Article By:
The Driven
2026-05-13 10:49:59
Could AI extend an EV battery’s life without increasing charging time?
Summary By: eMotoX
Researchers at Chalmers University of Technology in Sweden, in collaboration with Victoria University of Wellington in New Zealand, have developed an innovative artificial intelligence (AI) method to extend the lifespan of electric vehicle (EV) batteries without increasing charging times. Their approach uses AI to optimise rapid charging, a process traditionally known to accelerate battery degradation due to high current loads. By tailoring the charging current to the battery’s chemistry and state of health (SoH), the new method aims to mitigate the wear caused during fast charging, which is essential for passenger vehicles, commercial fleets, and industrial equipment.
The study, published in IEEE Transactions on Transportation Electrification, demonstrates that the AI-based charging strategy can increase battery lifetime by nearly 23 per cent, measured in equivalent full cycles (EFCs)—the number of charge-discharge cycles before capacity falls to 80 per cent. Importantly, this improvement in longevity does not come at the expense of charging speed, with average charging times remaining virtually unchanged at just over 24 minutes. This contrasts with conventional charging methods that apply fixed voltage and current limits regardless of battery condition, potentially causing unnecessary damage over time.
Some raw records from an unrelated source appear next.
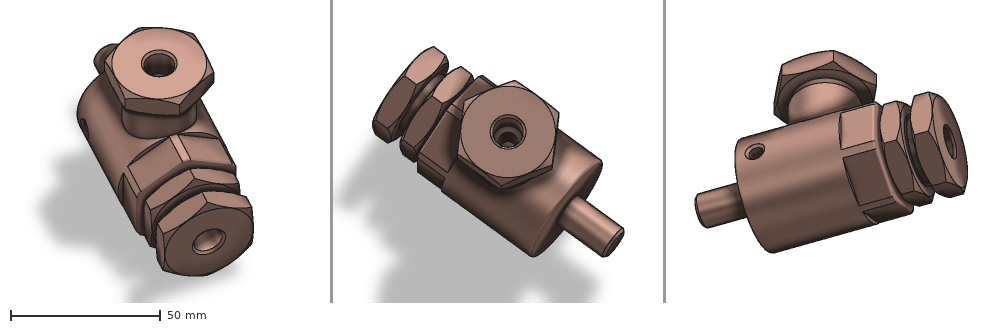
import cadquery as cq
import math


SHAFT_DIAMETER = 12.0
SHAFT_EXPOSED = 20.0
SHAFT_ENGAGEMENT = 4.5
SHAFT_CHAMFER = 1.0

HOUSING_DIAMETER = 40.0
HOUSING_LENGTH = 50.0
HOUSING_FILLET = 1.0
HOUSING_HEX_FLATS = 36.0
HOUSING_HEX_LENGTH = 12.15
BORE_DEPTH = 13.5

SIDE_HOLE_DIAMETER = 5.0
SIDE_HOLE_CHAMFER = 1.0
SIDE_HOLE_X = 27.5

TUBE_DIAMETER = 25.0
TUBE_BORE = 6.0
BRANCH_X = 45.0
BRANCH_TOP = 32.0
AXIAL_TUBE_LENGTH = 9.0

HEX_FLATS = 32.0
HEX_CHAMFER_DIAMETER = 31.8
HEX_CHAMFER_ANGLE = 30.0
HEX_CORNER_CLEARANCE = 0.9
PLUG_HEAD = 8.0
PLUG_NECK_DIAMETER = 23.5
PLUG_NECK_LENGTH = 3.0
PLUG_BORE = 10.2
PLUG_BORE_MOUTH = 12.0
NUT_THICKNESS = 7.5
NUT_GAP = 1.0

HOUSING_FRONT = SHAFT_EXPOSED
HOUSING_BACK = HOUSING_FRONT + HOUSING_LENGTH
AXIAL_TUBE_END = HOUSING_BACK + AXIAL_TUBE_LENGTH


def cylinder_along_x(start, length, diameter):
    return cq.Workplane("YZ", origin=(start, 0, 0)).circle(diameter / 2).extrude(length)


def hexagon(flats, height):
    """Hexagonal prism rising from the origin along Z, with corners on the X axis."""
    corner_diameter = flats / math.cos(math.pi / 6)
    return cq.Workplane("XY").polygon(6, corner_diameter).extrude(height)


def chamfered_hexagon(height):
    """Hexagonal prism whose corners are turned off by a cone at both ends."""
    end_radius = HEX_CHAMFER_DIAMETER / 2
    corner_radius = HEX_FLATS / 2 / math.cos(math.pi / 6)
    outer_radius = corner_radius + HEX_CORNER_CLEARANCE
    drop = (outer_radius - end_radius) * math.tan(math.radians(HEX_CHAMFER_ANGLE))
    turned_blank = (
        cq.Workplane("XZ")
        .polyline([
            (0, 0),
            (end_radius, 0),
            (outer_radius, drop),
            (outer_radius, height - drop),
            (end_radius, height),
            (0, height),
        ])
        .close()
        .revolve(360, (0, 0, 0), (0, 1, 0))
    )
    return hexagon(HEX_FLATS, height).intersect(turned_blank)


def lay_along_main_axis(body, x):
    """Turn a body built along +Z so that it points along +X, with its base at x."""
    return body.rotate((0, 0, 0), (0, 1, 0), 90).translate((x, 0, 0))


def make_shaft():
    shaft = cylinder_along_x(0, SHAFT_EXPOSED + SHAFT_ENGAGEMENT, SHAFT_DIAMETER)
    return shaft.faces("<X").chamfer(SHAFT_CHAMFER)


def make_housing():
    housing = cylinder_along_x(HOUSING_FRONT, HOUSING_LENGTH, HOUSING_DIAMETER)

    hex_start = HOUSING_BACK - HOUSING_HEX_LENGTH
    wrench_hexagon = lay_along_main_axis(hexagon(HOUSING_HEX_FLATS, HOUSING_HEX_LENGTH), hex_start)
    offcut = cylinder_along_x(hex_start, HOUSING_HEX_LENGTH, 2 * HOUSING_DIAMETER).cut(wrench_hexagon)
    housing = housing.cut(offcut)
    housing = housing.faces("<X or >X").edges().fillet(HOUSING_FILLET)

    side_hole = (
        cq.Workplane("XZ", origin=(SIDE_HOLE_X, 0, 0))
        .circle(SIDE_HOLE_DIAMETER / 2)
        .extrude(HOUSING_DIAMETER)
    )
    mouth = cq.selectors.BoxSelector(
        (SIDE_HOLE_X - SIDE_HOLE_DIAMETER, -HOUSING_DIAMETER, -SIDE_HOLE_DIAMETER),
        (SIDE_HOLE_X + SIDE_HOLE_DIAMETER, -HOUSING_DIAMETER / 4, SIDE_HOLE_DIAMETER),
        boundingbox=True,
    )
    housing = housing.cut(side_hole).edges(mouth).chamfer(SIDE_HOLE_CHAMFER)

    return housing.cut(cylinder_along_x(HOUSING_FRONT, BORE_DEPTH, SHAFT_DIAMETER))


def make_tube(length):
    return cq.Workplane("XY").circle(TUBE_DIAMETER / 2).circle(TUBE_BORE / 2).extrude(length)


def make_branch_tube():
    """Tube whose lower end is saddled onto the round housing."""
    tube = make_tube(BRANCH_TOP).translate((BRANCH_X, 0, 0))
    return tube.cut(cylinder_along_x(HOUSING_FRONT, HOUSING_LENGTH, HOUSING_DIAMETER))


def make_axial_tube():
    return lay_along_main_axis(make_tube(AXIAL_TUBE_LENGTH), HOUSING_BACK)


def make_plug():
    """Plug standing on its neck at the origin, with the hexagonal head above it."""
    height = PLUG_NECK_LENGTH + PLUG_HEAD
    neck = cq.Workplane("XY").circle(PLUG_NECK_DIAMETER / 2).extrude(PLUG_NECK_LENGTH)
    plug = neck.union(chamfered_hexagon(PLUG_HEAD).translate((0, 0, PLUG_NECK_LENGTH)))
    plug = plug.cut(cq.Workplane("XY").circle(PLUG_BORE / 2).extrude(height))
    bore_edge = cq.selectors.RadiusNthSelector(0)
    return plug.faces(">Z").edges(bore_edge).chamfer((PLUG_BORE_MOUTH - PLUG_BORE) / 2)


def make_lock_nut():
    nut = chamfered_hexagon(NUT_THICKNESS)
    nut = nut.cut(cq.Workplane("XY").circle(TUBE_DIAMETER / 2).extrude(NUT_THICKNESS))
    return lay_along_main_axis(nut, HOUSING_BACK + NUT_GAP)


shaft = make_shaft()
housing = make_housing()
branch_tube = make_branch_tube()
axial_tube = make_axial_tube()
lock_nut = make_lock_nut()
plugs = [
    make_plug().translate((BRANCH_X, 0, BRANCH_TOP)),
    lay_along_main_axis(make_plug(), AXIAL_TUBE_END),
]

result = cq.Compound.makeCompound([
    shaft.val(),
    housing.val(),
    branch_tube.val(),
    axial_tube.val(),
    lock_nut.val(),
    *[plug.val() for plug in plugs],
])

The AI system employs reinforcement learning, a machine learning technique where the algorithm learns optimal charging behaviours through continuous interaction with the battery environment. This allows the charging process to dynamically adapt based on how charged the battery is and its overall health, rather than relying on static parameters. Changfu Zou, a professor at Chalmers and co-developer of the system, emphasised that the true limitation in fast charging lies in the battery’s evolving electrochemical state, not merely in current restrictions. Integrating AI with a physics-based understanding paves the way for smarter, health-aware charging strategies that balance performance and durability.
Looking ahead, the researchers highlight the ease and cost-effectiveness of implementing their method, which would require only a software update to existing battery management systems. However, they acknowledge that further work is needed to calibrate the AI model for different battery types and to validate the approach on physical batteries in real-world conditions. Zou noted that transfer learning could expedite adaptation to various battery chemistries, suggesting a promising path for broader adoption. This advancement could significantly enhance the sustainability and user confidence in EV technology as rapid charging becomes increasingly critical.